For any $A\in Ob\Bbb A$ , the horizontal identity cell $\overline 1_{r_A}$ of $r_A$ uniquely factors through $\ro_{\overline 1_A}$ , i.e. there is a cell $\fii_A$ such that $\frac{\ro_{\overline 1_A}}{\fii_A}=\overline 1_{r_A}$ .
By b) it follows that the left and right side of the boundary of $\fii_A$ must be vertical identities, also its bottom is a horizontal identity.

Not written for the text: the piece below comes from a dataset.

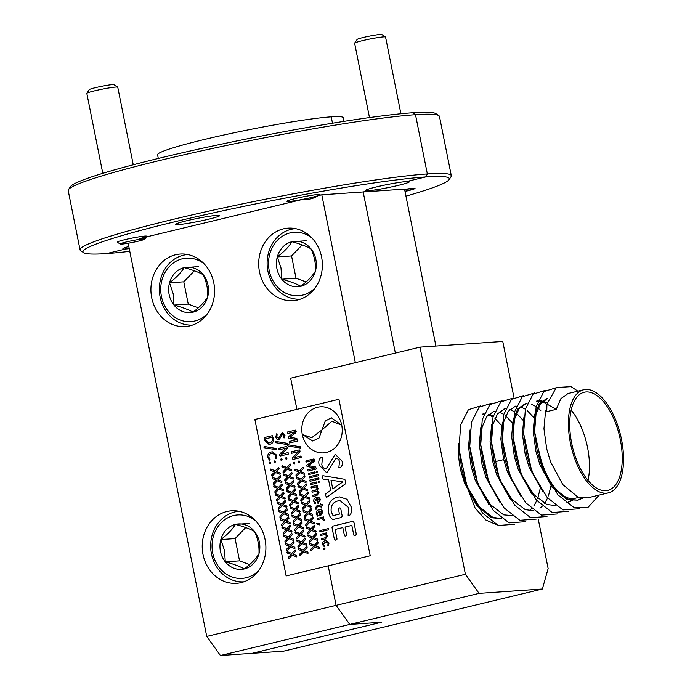 <?xml version="1.0" encoding="UTF-8"?>
<svg xmlns="http://www.w3.org/2000/svg" width="690" height="690" viewBox="0 0 690 690"><rect width="100%" height="100%" fill="white"/><g stroke="black" fill="none" stroke-linecap="round" stroke-linejoin="round"><path stroke-width="1.03" d="M404.616 189.44A15.016 1.061 -11.3 0 1 415.035 188.387A15.016 1.061 -11.3 0 1 407.548 190.837A15.016 1.061 -11.3 0 1 405.013 191.423M435.908 346.052L404.547 189.112L363.173 191.958L395.361 353.064L363.173 191.958L368.236 190.742L367.943 189.25L368.236 190.742A22.46 1.587 -11.3 0 1 365.389 190.535A22.46 1.587 -11.3 0 1 376.593 186.878A22.46 1.587 -11.3 0 1 406.608 181.522L425.678 176.942L427.343 173.949L415.501 114.695L412.853 112.746A186.774 13.188 -11.3 0 1 435.856 113.643L438.814 115.609A189.293 13.36 168.7 0 0 415.501 114.695L427.343 173.949A189.293 13.36 -11.3 0 1 451.312 175.691A189.293 13.36 -11.3 0 1 451.027 176.718L449.052 179.667A186.774 13.188 168.7 0 0 425.678 176.942A186.774 13.188 168.7 0 0 212.141 213.15A186.774 13.188 168.7 0 0 83.663 252.678A186.774 13.188 168.7 0 0 106.665 253.575L125.744 248.987L125.451 247.503L125.744 248.987A22.46 1.587 -11.3 0 1 122.898 248.78A22.46 1.587 -11.3 0 1 128.814 246.485M158.303 158.467L157.579 154.802A94.651 6.684 -11.3 0 1 204.758 139.389A94.651 6.684 -11.3 0 1 331.217 116.834L332.494 123.208L331.217 116.834A94.651 6.684 -11.3 0 1 343.206 117.705L343.93 121.371M220.421 655.5L252.057 653.327L381.389 622.259L349.744 624.433L220.421 655.5L206.733 636.422L336.065 605.354L328.173 565.852L336.065 605.354L349.744 624.433L336.065 605.354L465.396 574.278L479.076 593.366L349.744 624.433L381.389 622.259L252.057 653.327L283.694 651.144L542.357 589.01L548.145 568.595L538.269 519.199M451.312 175.691L439.47 116.446A189.293 13.36 168.7 0 0 438.814 115.609M129.246 248.633A22.46 1.587 -11.3 0 1 125.744 248.987L106.665 253.575A186.774 13.188 168.7 0 0 129.789 251.341M405.953 196.158A186.774 13.188 168.7 0 0 449.052 179.667M83.663 252.678L80.704 250.712A189.293 13.36 -11.3 0 1 80.057 249.875A189.293 13.36 -11.3 0 1 174.415 219.066A189.293 13.36 -11.3 0 1 427.343 173.949L425.678 176.942L406.608 181.522A22.46 1.587 -11.3 0 1 409.446 181.729A22.46 1.587 -11.3 0 1 393.171 186.55A22.46 1.587 -11.3 0 1 368.236 190.742L363.173 191.958L321.799 194.796L355.341 362.681L290.68 378.215L420.012 347.148L502.76 341.455L513.938 397.406M479.076 593.366L542.357 589.01M465.396 574.278L420.012 347.148M296.907 409.386L290.68 378.215L296.907 409.386M146.315 236.955L303.212 199.263C308.456 199.884 313.338 198.72 317.857 195.744A16.914 1.19 -11.3 0 1 311.656 197.426A16.914 1.19 -11.3 0 1 303.212 199.263A16.914 1.19 -11.3 0 1 286.928 201.299A16.914 1.19 -11.3 0 1 295.355 198.548A16.914 1.19 -11.3 0 1 320.091 194.675A16.914 1.19 -11.3 0 1 317.857 195.744L321.799 194.796M117.309 242.121A15.016 1.061 -11.3 0 1 124.795 239.68A15.016 1.061 -11.3 0 1 146.763 236.239A15.016 1.061 -11.3 0 1 142.157 237.955A15.016 1.061 -11.3 0 1 139.276 238.68M208.553 219.222A22.46 1.587 -11.3 0 1 175.7 224.362A22.46 1.587 -11.3 0 1 186.895 220.705A22.46 1.587 -11.3 0 1 219.748 215.565A22.46 1.587 -11.3 0 1 208.553 219.222M226.958 511.506A36.346 31.818 -93.9 0 0 202.584 551.888A36.346 31.818 -93.9 0 0 236.549 583.317A36.346 31.818 -93.9 0 0 241.164 582.61A36.346 31.818 -93.9 0 0 265.538 542.228A36.346 31.818 -93.9 0 0 231.564 510.798A36.346 31.818 -93.9 0 0 226.958 511.506M175.648 254.748A36.346 31.818 -93.9 0 0 151.274 295.13A36.346 31.818 -93.9 0 0 185.248 326.56A36.346 31.818 -93.9 0 0 189.854 325.853A36.346 31.818 -93.9 0 0 214.228 285.462A36.346 31.818 -93.9 0 0 180.263 254.041A36.346 31.818 -93.9 0 0 175.648 254.748M283.426 228.856A36.346 31.818 -93.9 0 0 259.052 269.238A36.346 31.818 -93.9 0 0 293.017 300.668A36.346 31.818 -93.9 0 0 297.632 299.96A36.346 31.818 -93.9 0 0 322.006 259.578A36.346 31.818 -93.9 0 0 288.032 228.148A36.346 31.818 -93.9 0 0 283.426 228.856M68.491 189.603L70.475 186.654A186.774 13.188 -11.3 0 1 211.839 146.22A186.774 13.188 -11.3 0 1 412.853 112.746L415.501 114.695A189.293 13.36 168.7 0 0 162.573 159.813A189.293 13.36 168.7 0 0 68.491 189.603A189.293 13.36 168.7 0 0 68.215 190.63L80.057 249.875M206.733 636.422L128.167 243.242M311.958 237.99A31.8 27.842 -93.9 0 0 280.614 237.472A31.8 27.842 -93.9 0 0 269.212 270.532A31.8 27.842 -93.9 0 0 288.196 294.216A31.8 27.842 -93.9 0 0 315.373 287.644M300.383 299.149A35.337 30.938 86.1 0 1 267.893 271.136A35.337 30.938 86.1 0 1 295.536 228.649M276.923 268.677A22.77 19.932 -93.9 0 0 281.753 279.191A22.77 19.932 -93.9 0 0 300.814 286.281A22.77 19.932 -93.9 0 0 315.434 271.101A22.77 19.932 -93.9 0 0 310.983 248.823A22.77 19.932 -93.9 0 0 291.922 241.733A22.77 19.932 -93.9 0 0 277.302 256.913A22.77 19.932 -93.9 0 0 276.923 268.677M281.002 267.953L281.753 279.191C289.973 281.399 296.321 283.762 300.814 286.281C307.568 281.132 312.432 276.069 315.434 271.101C315.865 263.546 314.381 256.119 310.983 248.823C306.593 246.347 300.245 243.984 291.922 241.733C289.007 246.623 284.133 251.678 277.302 256.913L281.002 267.953M302.177 244.907L291.56 255.938L296.01 278.208L306.075 281.951M306.179 240.758L291.922 241.733M291.56 255.938L277.302 256.913M296.01 278.208L281.753 279.191M255.49 520.639A31.8 27.842 -93.9 0 0 224.147 520.122A31.8 27.842 -93.9 0 0 212.744 553.182A31.8 27.842 -93.9 0 0 231.728 576.866A31.8 27.842 -93.9 0 0 258.905 570.294M243.915 581.799A35.337 30.938 86.1 0 1 211.425 553.785A35.337 30.938 86.1 0 1 239.068 511.299M220.455 551.327A22.77 19.932 -93.9 0 0 225.285 561.841A22.77 19.932 -93.9 0 0 244.346 568.931A22.77 19.932 -93.9 0 0 258.966 553.751A22.77 19.932 -93.9 0 0 254.515 531.473A22.77 19.932 -93.9 0 0 235.445 524.383A22.77 19.932 -93.9 0 0 220.835 539.563A22.77 19.932 -93.9 0 0 220.455 551.327M224.535 550.603L225.285 561.841C233.505 564.049 239.853 566.412 244.346 568.931C251.091 563.782 255.964 558.719 258.966 553.751C259.397 546.195 257.913 538.769 254.515 531.473C250.125 528.997 243.777 526.634 235.445 524.383C232.53 529.273 227.665 534.336 220.835 539.563L224.535 550.603M245.709 527.557L235.092 538.588L239.542 560.858L249.607 564.601M249.711 523.408L235.445 524.383M235.092 538.588L220.835 539.563M239.542 560.858L225.285 561.841M204.18 263.882A31.8 27.842 -93.9 0 0 172.836 263.356A31.8 27.842 -93.9 0 0 161.434 296.424A31.8 27.842 -93.9 0 0 180.426 320.108A31.8 27.842 -93.9 0 0 207.595 313.536M192.605 325.042A35.337 30.938 86.1 0 1 160.123 297.028A35.337 30.938 86.1 0 1 187.758 254.532M169.145 294.57A22.77 19.932 -93.9 0 0 173.975 305.075A22.77 19.932 -93.9 0 0 193.045 312.165A22.77 19.932 -93.9 0 0 207.655 296.985A22.77 19.932 -93.9 0 0 203.205 274.715A22.77 19.932 -93.9 0 0 184.144 267.625A22.77 19.932 -93.9 0 0 169.524 282.805A22.77 19.932 -93.9 0 0 169.145 294.57M173.225 293.845L173.975 305.075C182.195 307.291 188.551 309.655 193.045 312.165C199.79 307.015 204.663 301.961 207.655 296.985C208.087 289.438 206.603 282.012 203.205 274.715C198.824 272.24 192.467 269.876 184.144 267.625C181.229 272.507 176.355 277.57 169.524 282.805L173.225 293.845M194.408 270.799L183.79 281.822L188.241 304.1L198.306 307.844M198.401 266.642L184.144 267.625M183.79 281.822L169.524 282.805M188.241 304.1L173.975 305.075M354.651 43.116L357.118 39.434A12.618 0.888 -11.3 0 1 363.397 37.45A12.618 0.888 -11.3 0 1 381.812 34.5L385.512 36.958A15.775 1.113 168.7 0 0 362.491 40.641A15.775 1.113 168.7 0 0 354.651 43.116A15.775 1.113 168.7 0 0 354.626 43.203L369.486 117.585M400.899 113.764L385.563 37.027A15.775 1.113 168.7 0 0 385.512 36.958M404.97 191.251A12.618 0.888 168.7 0 0 406.393 190.914A12.618 0.888 168.7 0 0 412.663 188.931A12.618 0.888 168.7 0 0 404.651 189.621M86.845 93.314L89.321 89.622A12.618 0.888 -11.3 0 1 95.591 87.639A12.618 0.888 -11.3 0 1 114.005 84.698L117.705 87.147A15.775 1.113 168.7 0 0 94.685 90.83A15.775 1.113 168.7 0 0 86.845 93.314A15.775 1.113 168.7 0 0 86.819 93.4L102.793 173.337M133.256 164.781L117.757 87.216A15.775 1.113 168.7 0 0 117.705 87.147M138.595 241.103A12.618 0.888 168.7 0 0 144.866 239.12A12.618 0.888 168.7 0 0 139.044 239.456A12.618 0.888 168.7 0 0 126.425 241.94A12.618 0.888 168.7 0 0 120.172 244.053A12.618 0.888 168.7 0 0 138.595 241.103M620.319 439.668A50.482 24.133 76.5 0 0 584.189 392.256A50.482 24.133 76.5 0 0 571.639 443.014A50.482 24.133 76.5 0 0 607.769 490.418A50.482 24.133 76.5 0 0 620.319 439.668M588.035 480.413A50.482 24.133 76.5 0 0 587.552 447.534A50.482 24.133 76.5 0 0 571.156 410.127M534.534 432.587L536.001 414.224L540.589 403.59L547.791 398.397L546.497 398.716L539.287 403.9L534.707 414.535L533.18 431.328L535.906 451.389L539.891 464.637L552.052 487.209L567.085 499.629L577.944 500.181L568.379 499.318L555.252 489.227L543.763 470.632M577.289 500.319L581.782 498.111M582.489 498.206L577.944 500.181M544.41 472.176L541.193 464.327L537.2 451.079L534.414 430.896L541.935 465.931L544.41 472.176L557.994 494.954L573.735 507.348L588.113 507.271L599.179 495.084M546.851 407.462L545.48 411.947L543.962 428.74L546.687 448.793L550.672 462.05L562.824 484.622L577.866 497.041L587.423 497.904L608.356 492.876A53.001 25.34 -103.5 0 1 570.423 443.092A53.001 25.34 -103.5 0 1 583.602 389.798A53.001 25.34 -103.5 0 1 621.535 439.582A53.001 25.34 -103.5 0 1 608.356 492.876M496.679 524.762L485.743 519.958L475.1 508.047L460.661 470.313L464.448 482.767L476.609 505.339L491.642 517.75L501.207 518.613M501.552 518.5L492.936 517.44L479.377 506.848L467.699 487.356L465.75 482.457L461.765 469.2L458.971 449.018L466.5 484.052L468.967 490.297L482.552 513.075L498.292 525.47L514.654 524.288M460.661 470.313A53.001 25.34 -103.5 0 1 460.497 469.502A53.001 25.34 -103.5 0 1 458.747 443.196M470.071 429.939L468.519 446.861L471.244 466.923L475.229 480.171L488.908 504.623M513.274 515.715L503.717 514.852L490.581 504.761L479.093 486.165M479.74 487.709L476.523 479.861L472.538 466.613L469.752 446.43L477.273 481.465L479.74 487.709L493.333 510.488L509.073 522.882L525.435 521.692M480.852 427.352L479.291 444.274L482.025 464.327L486.01 477.584L499.681 502.035M540.244 488.434L537.674 498.516M536.829 500.595L533.784 506.046M531.498 508.763L529.187 510.747M490.521 485.122L487.304 477.273L483.319 464.016L480.525 443.843L488.054 478.877L490.521 485.122L504.105 507.9L519.855 520.295L536.216 519.104M491.625 424.764L490.073 441.686L492.798 461.739L496.783 474.996L510.462 499.448M551.017 485.846L548.447 495.929M547.61 498.007L544.557 503.459M542.28 506.175L539.968 508.159M533.879 510.729L525.271 509.668L512.135 499.577L500.647 480.99M501.302 482.534L498.077 474.686L494.092 461.429L491.306 441.255L498.827 476.29L501.302 482.534L514.887 505.313L530.627 517.698L546.989 516.517M502.406 422.177L500.854 439.099L503.579 459.152L507.564 472.409L521.235 496.852M523.641 395.577L511.497 399.346L503.804 414.431L502.079 438.668L509.608 473.702L512.075 479.947L508.858 472.098L504.873 458.841L502.294 441.876L503.666 421.995L508.254 411.352L515.465 406.169L514.162 406.479M512.981 437.762L514.447 419.408L519.027 408.765L526.237 403.581L524.943 403.892L517.733 409.075L513.153 419.718L511.626 436.511L514.352 456.564L518.337 469.821L532.016 494.264M555.441 505.554L546.825 504.493L533.689 494.402L522.201 475.815M522.856 477.351L519.63 469.511L515.646 456.254L512.86 436.08L520.381 471.115L522.856 477.351L536.441 500.129L552.181 512.523L568.543 511.342M523.96 416.993L522.408 433.915L525.133 453.977L529.118 467.234L542.789 491.677M566.516 502.907L571.01 500.699M571.587 500.267L573.485 498.551M574.649 498.37L572.303 500.388M571.708 500.793L567.163 502.769M533.629 474.763L530.412 466.923L526.427 453.666L523.632 433.484L531.162 468.519L533.629 474.763L547.213 497.542L562.962 509.936L579.324 508.754M501.682 425.644L494.946 418.407M493.031 416.984L488.322 414.621M484.035 413.957L482.483 414.112M483.129 413.94L484.113 413.75M488.874 414.086L493.29 416.01M514.335 448.353L516.655 456.495M518.181 463.922L518.259 464.387M512.463 423.056L505.727 415.811M503.812 414.388L499.094 412.034M494.808 411.369L493.264 411.525M480.654 445.533L482.112 427.17L486.7 416.536L493.902 411.344M523.236 420.469L516.5 413.224M514.585 411.801L509.875 409.446M505.589 408.782L504.045 408.937M491.427 442.937L492.893 424.583L497.473 413.94L504.683 408.756M534.017 417.881L527.281 410.636M525.366 409.213L520.648 406.85M516.361 406.194L514.818 406.341M540.788 410.55L538.053 408.049M536.147 406.626L531.429 404.262M527.143 403.598L525.599 403.754M545.721 403.279L542.211 401.675M541.469 401.459L536.371 401.166M537.018 400.994L542.03 400.968M542.763 401.149L546.454 402.649M485.165 464.068A3.786 1.811 76.5 0 0 484.095 466.009M485.32 470.502A3.786 1.811 76.5 0 0 486.933 471.425M583.602 389.798L568.051 393.533L560.849 398.716L556.261 409.36L546.773 411.637L546.911 404.073L556.261 409.36M480.525 405.936L468.389 409.705L460.696 424.79L458.971 449.018M491.306 403.348L479.162 407.117L471.468 422.194L469.752 446.43M502.087 400.752L489.943 404.53L482.25 419.606L480.525 443.843M512.86 398.165L500.716 401.934L493.022 417.019L491.306 441.255M512.075 479.947L525.659 502.717L541.409 515.111L557.77 513.929M534.414 392.99L522.27 396.759L514.576 411.844L512.86 436.08M545.195 390.402L533.051 394.171L525.357 409.248L523.632 433.484M555.968 387.815L543.823 391.584L536.13 406.66L534.414 430.896M577.875 391.178L571.113 386.65L556.382 387.504L546.911 404.073M538.873 450.881A50.482 24.133 76.5 0 0 575.003 498.292L578.798 497.378M302.298 434.588A23.081 20.208 -93.9 0 0 323.593 452.882A23.081 20.208 -93.9 0 0 341.723 425.118A23.081 20.208 -93.9 0 0 320.427 406.824L320.427 406.824A23.081 20.208 -93.9 0 0 302.298 434.588M323.593 452.882L323.601 452.882A23.081 20.208 -93.9 0 0 323.601 452.882A23.081 20.208 -93.9 0 0 341.731 425.118A23.081 20.208 -93.9 0 0 320.427 406.824L320.427 406.824M338.937 399.286L254.869 419.486L286.134 575.943L370.194 555.752L338.937 399.286L370.202 555.752L286.143 575.943M335.797 458.557L327.396 472.167L326.284 472.339L319.22 465.155C318.288 461.774 318.875 459.212 320.979 457.479L322.471 457.763L321.807 464.586C322.368 467.458 323.877 468.777 326.336 468.553L334.779 454.934L335.745 454.779L342.033 461.101C342.809 464.068 342.231 466.207 340.299 467.518L338.885 467.337L339.463 461.8C339.023 459.471 337.798 458.384 335.788 458.557L327.396 472.167L326.284 472.339M321.661 457.349L322.471 457.763M335.745 454.779L342.033 461.101C342.801 464.068 342.223 466.207 340.299 467.518L338.885 467.337M345.587 483.75L326.413 497.361L327.103 497.033L325.689 495.851L325.818 493.773L330.665 490.357L328.569 479.886L322.954 479.076L321.997 477.377L322.851 475.703L344.707 479.291L345.733 481.31L345.587 483.75L327.103 497.033M322.86 475.703L344.715 479.291L345.724 481.31L345.578 483.75M339.506 496.886L347.027 499.275L351.167 506.865C352.142 510.531 351.564 513.429 349.442 515.559L348.122 515.266L348.597 507.512L339.937 500.604L338.16 500.88C332.977 502.122 330.648 505.666 331.183 511.506L333.046 515.637L339.454 514.093L338.393 508.797L339.394 507.926L340.662 508.297L342.223 516.086L341.274 517.526L332.968 519.518C330.545 518.181 329.096 515.732 328.613 512.17C327.474 504.192 330.346 499.215 337.229 497.24L339.506 496.886L347.036 499.275L351.176 506.865C352.133 510.531 351.555 513.429 349.433 515.559L348.122 515.266M339.92 507.84L340.662 508.297L342.223 516.086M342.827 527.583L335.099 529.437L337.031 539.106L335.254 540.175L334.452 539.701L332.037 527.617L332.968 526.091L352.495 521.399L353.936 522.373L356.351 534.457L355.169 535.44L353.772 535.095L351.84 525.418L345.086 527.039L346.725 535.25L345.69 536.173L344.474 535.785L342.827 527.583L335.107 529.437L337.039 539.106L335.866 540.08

For any consecutive horizontal arrows $a,a_1$ in $\Bbb A$ , the horizontal composition $\ro_a\ro_{a_1}$ uniquely factors through $\ro_{aa_1}$ , yielding a cell $\fii_{a,a_1}$ such that $\frac{\ro_{aa_1}}{\fii_{a,a_1}}=\ro_a\ro_{a_1}$ .
Based on similar considerations as above, if we write $A^F$ for the codomain of $r_A$ and $a^F$ for the bottom of $\ro_a$ , then the boundary of $\fii_{a,a_1}$ is $((aa_1)^F,1,1,a^Fa_1^F)$ .

That is, what this data describes is nothing else but a colax functor.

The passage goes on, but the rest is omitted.